Directions for this task
Write out the whole listing exactly; no images belong in it.

Source data
****************************************

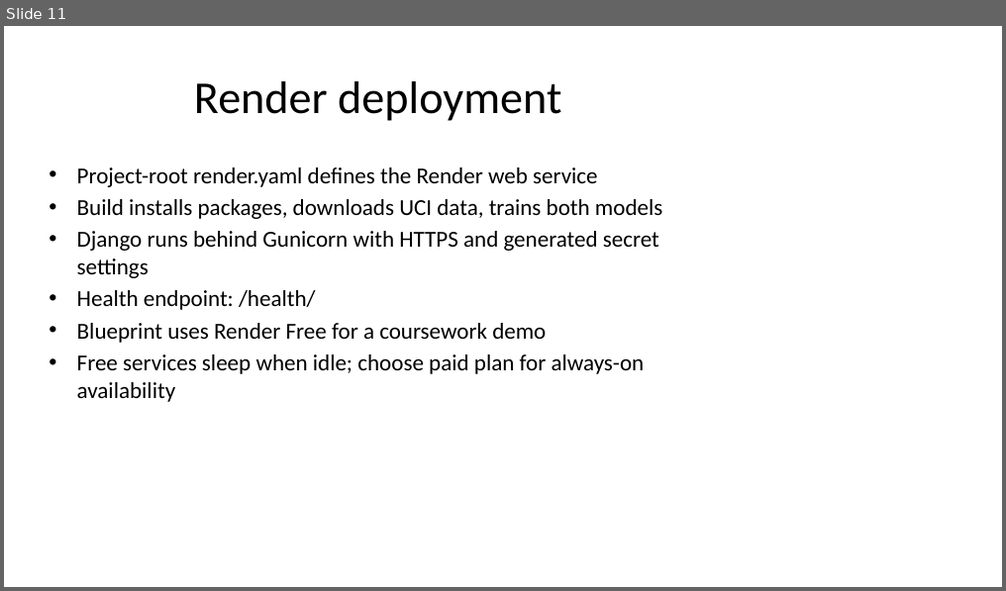
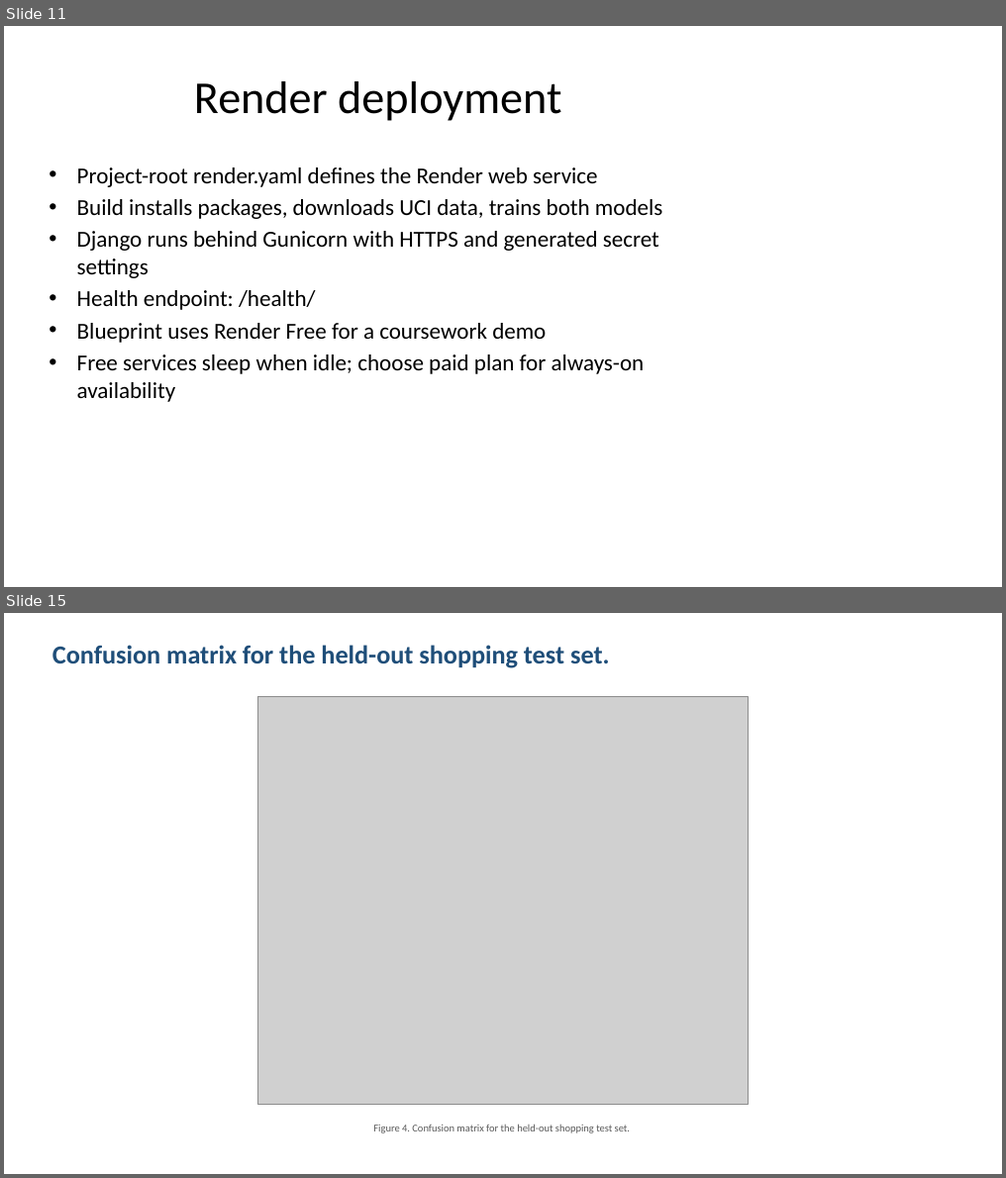
Before and after one commit to killshot-0/Online-shopping-purchase-prediction-and-Air-quality-estimation, a slide deck: outputs/ML_Process_Presentation.pptx. Shown one above the other, each under a label of ours: slide 11 before the commit, slides 11 and 15 after it; the slides between them are not shown. The pictures are 1006x591 and 1006x1178 pixels, drawn with LibreOffice and Linux fonts; fonts in the diff are those of the drawing; grey boxes stand for pictures. Boxes give left, top, right and bottom in pixels: in the first picture for what was removed or moved away, otherwise in the second. Text is boxed around its words. In the diff, an @@ line names an element or a change of style, - is before the commit and + after.

```diff
--- a/outputs/ML_Process_Presentation.pptx
+++ b/outputs/ML_Process_Presentation.pptx
@@ slide 15 added at (x1=4, y1=613, x2=1002, y2=1174), background #FFFFFF @@
@@ text added at (x1=53, y1=645, x2=610, y2=668), 25 pt, text #1F4E79, bold @@
+Confusion matrix for the held-out shopping test set.
@@ picture added at (x1=258, y1=697, x2=748, y2=1105) @@
@@ text added at (x1=373, y1=1124, x2=630, y2=1134), 10 pt, text #5A5A5A @@
+Figure 4. Confusion matrix for the held-out shopping test set.
```
Also in this commit, not shown: 2 slides changed, 7 other slides added, 10 other files.

****************************************

Result for this task
Before and after one commit to killshot-0/Online-shopping-purchase-prediction-and-Air-quality-estimation, a slide deck: outputs/ML_Process_Presentation.pptx. Shown one above the other, each under a label of ours: slide 11 before the commit, slides 11 and 15 after it; the slides between them are not shown. The pictures are 1006x591 and 1006x1178 pixels, drawn with LibreOffice and Linux fonts; fonts in the diff are those of the drawing; grey boxes stand for pictures. Boxes give left, top, right and bottom in pixels: in the first picture for what was removed or moved away, otherwise in the second. Text is boxed around its words. In the diff, an @@ line names an element or a change of style, - is before the commit and + after.

```diff
--- a/outputs/ML_Process_Presentation.pptx
+++ b/outputs/ML_Process_Presentation.pptx
@@ slide 15 added at (x1=4, y1=613, x2=1002, y2=1174), background #FFFFFF @@
@@ text added at (x1=53, y1=645, x2=610, y2=668), 25 pt, text #1F4E79, bold @@
+Confusion matrix for the held-out shopping test set.
@@ picture added at (x1=258, y1=697, x2=748, y2=1105) @@
@@ text added at (x1=373, y1=1124, x2=630, y2=1134), 10 pt, text #5A5A5A @@
+Figure 4. Confusion matrix for the held-out shopping test set.
```
Also in this commit, not shown: 2 slides changed, 7 other slides added, 10 other files.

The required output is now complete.